Patients with advanced breast cancer who carry germline mutations in BRCA1/2 genes are highly sensitive to DNA damage due to deficiencies in homologous recombination repair (HRR) mechanisms. Lurbinectedin, an analog of the DNA damaging agent trabectedin, is a selective inhibitor of the transcription of protein-coding genes that results in accumulation of double-strand DNA breaks. In preclinical studies, lurbinectedin demonstrated antitumor activity similar to trabectedin in HRR-deficient cell lines. A two-arm phase II trial evaluated the activity of lurbinectedin in patients with metastatic breast cancer, including both patients with germline BRCA1/2 mutations (arm A; n = 54) and BRCA unselected patients (arm B; n = 35).
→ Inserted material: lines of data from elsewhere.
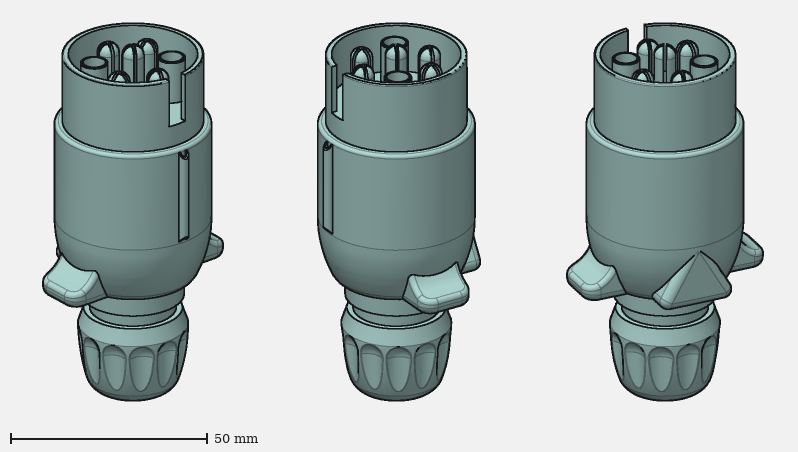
import cadquery as cq
import math

TOTAL_HEIGHT = 96.9
NUT_RIM_Z = 18.3
NUT_TOP_Z = 22.6
COLLAR_Z = 26.5
BODY_BOTTOM_Z = 31.7
DOME_TOP_Z = 48.7
BODY_TOP_Z = 75.5
SOCKET_FLOOR_Z = 81.4
SHROUD_TOP_Z = 94.4

BODY_R = 20.1
DOME_ARC_R = 34.1
BODY_TOP_FILLET = 1.0
BODY_BOTTOM_FILLET = 3.7
COLLAR_R = 13.1
NECK_R = 11.05

SHROUD_R = 18.0
SHROUD_INNER_R = 16.5
SHROUD_RIM_FILLET = 0.3
KEYWAY_WIDTH = 5.2

CONTACT_CIRCLE_R = 10.0
PIN_R = 2.8
OUTER_PIN_DROP = 3.1
PIN_SLOT_WIDTH = 0.8
PIN_SLOT_BOTTOM_Z = SOCKET_FLOOR_Z + 1.0
CENTRE_PIN_TURN = -27
OUTER_PINS = ((0, -14), (120, 13), (180, -13), (300, 13))
SLEEVE_ANGLES = (60, 240)
SLEEVE_TOP_Z = 92.9
SLEEVE_R = 3.5
SLEEVE_BORE_R = 2.9
SLEEVE_CHAMFER = 0.2
DRILL_TIP_HEIGHT = 0.8

NUT_TOP_R = 12.6
NUT_RIM_R = 14.1
NUT_SKIRT_MIDDLE = (13.4, 9.7)
NUT_SKIRT_END = (11.7, 3.1)
NUT_ROUNDING_MIDDLE = (10.2, 1.1)
NUT_BOTTOM_R = 7.8
FLUTE_COUNT = 12
FLUTE_R = 4.3
FLUTE_DEEPEST_R = 12.2
FLUTE_EDGE_FILLET = 0.3
FLUTE_BALL_Z = 14.5

TAB_WIDTH = 14.9
TAB_SPAN = 51.1
TAB_REACH = TAB_SPAN / 2
TAB_TIP_HEIGHT = 4.6
TAB_ARC_R = 8.1
TAB_ROOT_Y = 9.7
TAB_ARC_END_Y = 17.7
TAB_CORNER_R = 3.9
TAB_TOP_FILLET = 1.4
TAB_BOTTOM_FILLET = 2.4

LUG_HALF_WIDTH = 11.7
LUG_TOP_HALF_WIDTH = 1.55
LUG_TOP_Z = 49.15
LUG_DEPTH = 11.6
LUG_FILLET = 2.3

STRAP_R = 1.4
STRAP_BORE_R = 0.9
STRAP_REACH = 21.7
STRAP_BOTTOM_Z = 49.2
STRAP_TOP_Z = 74.45
STRAP_END_CHAMFER = 1.55


def cylinder(radius, bottom_z, top_z, x=0.0, y=0.0):
    return cq.Workplane("XY", origin=(x, y, bottom_z)).circle(radius).extrude(top_z - bottom_z)


def dome_radius(z):
    """Radius of the dome, an arc tangent to the cylinder above it."""
    return BODY_R - DOME_ARC_R + math.sqrt(DOME_ARC_R**2 - (DOME_TOP_Z - z) ** 2)


def make_body():
    dome_middle_z = (BODY_BOTTOM_Z + DOME_TOP_Z) / 2
    body = (
        cq.Workplane("XZ")
        .moveTo(0, BODY_BOTTOM_Z)
        .lineTo(dome_radius(BODY_BOTTOM_Z), BODY_BOTTOM_Z)
        .threePointArc((dome_radius(dome_middle_z), dome_middle_z), (BODY_R, DOME_TOP_Z))
        .lineTo(BODY_R, BODY_TOP_Z)
        .lineTo(0, BODY_TOP_Z)
        .close()
        .revolve(360, (0, 0), (0, 1))
    )
    body = body.faces(">Z").edges().fillet(BODY_TOP_FILLET)
    body = body.faces("<Z").edges().fillet(BODY_BOTTOM_FILLET)
    collar = cylinder(COLLAR_R, COLLAR_Z, BODY_BOTTOM_Z)
    neck = cylinder(NECK_R, NUT_TOP_Z, COLLAR_Z)
    return body.union(collar).union(neck)


def make_shroud():
    shroud = cylinder(SHROUD_R, BODY_TOP_Z, SHROUD_TOP_Z).faces(">Z").edges().fillet(SHROUD_RIM_FILLET)
    socket = cylinder(SHROUD_INNER_R, SOCKET_FLOOR_Z, SHROUD_TOP_Z)
    keyway = cq.Workplane("XY", origin=(0, 0, SOCKET_FLOOR_Z)).box(
        BODY_R, KEYWAY_WIDTH, SHROUD_TOP_Z - SOCKET_FLOOR_Z, centered=(False, True, False)
    )
    return shroud.cut(socket).cut(keyway)


def contact_place(angle):
    turn = math.radians(angle)
    return CONTACT_CIRCLE_R * math.cos(turn), CONTACT_CIRCLE_R * math.sin(turn)


def make_pin(x, y, top_z, slot_angle):
    """Round-nosed pin, split by crossed slots into four prongs that reach up to top_z."""
    slot_corner_r = PIN_SLOT_WIDTH / math.sqrt(2)
    nose_z = top_z - math.sqrt(PIN_R**2 - slot_corner_r**2)
    pin = cylinder(PIN_R, SOCKET_FLOOR_Z, nose_z)
    pin = pin.union(cq.Workplane("XY").sphere(PIN_R).translate((0, 0, nose_z)))
    slot = cq.Workplane("XY", origin=(0, 0, PIN_SLOT_BOTTOM_Z)).box(
        3 * PIN_R, PIN_SLOT_WIDTH, nose_z + PIN_R - PIN_SLOT_BOTTOM_Z, centered=(True, True, False)
    )
    for turn in (slot_angle, slot_angle + 90):
        pin = pin.cut(slot.rotate((0, 0, 0), (0, 0, 1), turn))
    return pin.translate((x, y, 0))


def make_sleeve(x, y):
    """Contact sleeve with a blind bore that ends in a cone."""
    sleeve = cylinder(SLEEVE_R, SOCKET_FLOOR_Z, SLEEVE_TOP_Z).faces(">Z").edges().chamfer(SLEEVE_CHAMFER)
    bore = (
        cq.Workplane("XZ")
        .moveTo(0, SOCKET_FLOOR_Z)
        .lineTo(SLEEVE_BORE_R, SOCKET_FLOOR_Z + DRILL_TIP_HEIGHT)
        .lineTo(SLEEVE_BORE_R, SLEEVE_TOP_Z)
        .lineTo(0, SLEEVE_TOP_Z)
        .close()
        .revolve(360, (0, 0), (0, 1))
    )
    return sleeve.cut(bore).translate((x, y, 0))


def make_nut():
    nut = (
        cq.Workplane("XZ")
        .lineTo(NUT_BOTTOM_R, 0)
        .threePointArc(NUT_ROUNDING_MIDDLE, NUT_SKIRT_END)
        .threePointArc(NUT_SKIRT_MIDDLE, (NUT_RIM_R, NUT_RIM_Z))
        .lineTo(NUT_TOP_R, NUT_TOP_Z)
        .lineTo(0, NUT_TOP_Z)
        .close()
        .revolve(360, (0, 0), (0, 1))
    )
    flute_x = FLUTE_DEEPEST_R + FLUTE_R
    flute = cylinder(FLUTE_R, 0, FLUTE_BALL_Z, x=flute_x)
    flute = flute.union(cq.Workplane("XY").sphere(FLUTE_R).translate((flute_x, 0, FLUTE_BALL_Z)))
    for i in range(FLUTE_COUNT):
        nut = nut.cut(flute.rotate((0, 0, 0), (0, 0, 1), i * 360 / FLUTE_COUNT))
    flute_rims = nut.edges("%BSPLINE")
    return flute_rims.fillet(FLUTE_EDGE_FILLET)


def make_tab():
    """Finger tab on the +Y side: flat below, hollowed by an arc above."""
    tip_z = BODY_BOTTOM_Z + TAB_TIP_HEIGHT

    def arc_z(y):
        """Height of the hollow, which starts level at the tip and steepens towards the body."""
        return tip_z + TAB_ARC_R - math.sqrt(TAB_ARC_R**2 - (TAB_REACH - y) ** 2)

    arc_end = (TAB_ARC_END_Y, arc_z(TAB_ARC_END_Y))
    arc_middle_y = (TAB_REACH + TAB_ARC_END_Y) / 2
    tab = (
        cq.Workplane("YZ", origin=(-TAB_WIDTH / 2, 0, 0))
        .moveTo(TAB_ROOT_Y, BODY_BOTTOM_Z)
        .lineTo(TAB_REACH, BODY_BOTTOM_Z)
        .lineTo(TAB_REACH, tip_z)
        .threePointArc((arc_middle_y, arc_z(arc_middle_y)), arc_end)
        .lineTo(TAB_ROOT_Y, arc_end[1])
        .close()
        .extrude(TAB_WIDTH)
    )
    tab = tab.faces(">Y").edges("|Z").fillet(TAB_CORNER_R)
    tab = tab.faces("<Z").edges("not(<Y)").fillet(TAB_BOTTOM_FILLET)
    return tab.faces("%CYLINDER").edges(">Y").fillet(TAB_TOP_FILLET)


def make_lug():
    """Triangular lug whose flat face touches the side of the body cylinder."""
    lug = (
        cq.Workplane("YZ", origin=(-BODY_R, 0, 0))
        .moveTo(-LUG_HALF_WIDTH, BODY_BOTTOM_Z)
        .lineTo(LUG_HALF_WIDTH, BODY_BOTTOM_Z)
        .lineTo(LUG_TOP_HALF_WIDTH, LUG_TOP_Z)
        .lineTo(-LUG_TOP_HALF_WIDTH, LUG_TOP_Z)
        .close()
        .extrude(LUG_DEPTH)
    )
    lower_corners = lug.edges("|X").edges("<Y or >Y")
    return lug.faces("<X").edges().add(lower_corners).fillet(LUG_FILLET)


def make_strap():
    """Thin half-round strap, open from end to end, with both ends bevelled."""
    buried_x = BODY_R - STRAP_R
    centre_x = STRAP_REACH - STRAP_R
    height = STRAP_TOP_Z - STRAP_BOTTOM_Z
    base = cq.Workplane("XY", origin=(0, 0, STRAP_BOTTOM_Z))

    def rail(radius):
        return (
            base.moveTo(buried_x, -radius)
            .lineTo(centre_x, -radius)
            .threePointArc((centre_x + radius, 0), (centre_x, radius))
            .lineTo(buried_x, radius)
            .close()
            .extrude(height)
        )

    bevel_x = STRAP_REACH - STRAP_END_CHAMFER
    side = (
        cq.Workplane("XZ", origin=(0, STRAP_R, 0))
        .moveTo(buried_x, STRAP_BOTTOM_Z)
        .lineTo(bevel_x, STRAP_BOTTOM_Z)
        .lineTo(STRAP_REACH, STRAP_BOTTOM_Z + STRAP_END_CHAMFER)
        .lineTo(STRAP_REACH, STRAP_TOP_Z - STRAP_END_CHAMFER)
        .lineTo(bevel_x, STRAP_TOP_Z)
        .lineTo(buried_x, STRAP_TOP_Z)
        .close()
        .extrude(2 * STRAP_R)
    )
    return rail(STRAP_R).cut(rail(STRAP_BORE_R)).intersect(side)


result = make_body()
result = result.union(make_shroud())
result = result.union(make_nut())
result = result.union(make_pin(0, 0, TOTAL_HEIGHT, CENTRE_PIN_TURN))
for angle, slot_angle in OUTER_PINS:
    result = result.union(make_pin(*contact_place(angle), TOTAL_HEIGHT - OUTER_PIN_DROP, slot_angle))
for angle in SLEEVE_ANGLES:
    result = result.union(make_sleeve(*contact_place(angle)))
tab = make_tab()
result = result.union(tab).union(tab.mirror("XZ"))
result = result.union(make_lug())
result = result.union(make_strap())

In patients with BRCA1/2 mutations (arm A), lurbinectedin resulted in an overall response rate (ORR) of 41%, including 2 complete responses and 20 partial responses. The median progression-free survival (PFS) and overall survival (OS) were 4.6 months and 20.0 months, respectively. Best responses were seen in the subgroup of patients with BRCA2 mutations, where ORR was 61%, median PFS was 5.9 months, and median OS was 26.6 months. In patients with BRCA1 mutations, ORR was 26%, PFS was 3.0 months, and OS was 15.9 months. ORR increased in patients without prior poly (ADP-ribose) polymerase inhibitor (PARPi) therapy, especially in BRCA2 patients (ORR: 72% vs 30% in BRCA1). Responses were also higher in platinum-naïve patients (56%) than in platinum-pretreated patients (26%). Multivariate analysis of patients in arm A identified BRCA2 expression as the only variable predicting response. At initial futility analysis, lurbinectedin was not active in BRCA unselected patients (arm B), with an ORR of 9%, and thus this cohort was closed.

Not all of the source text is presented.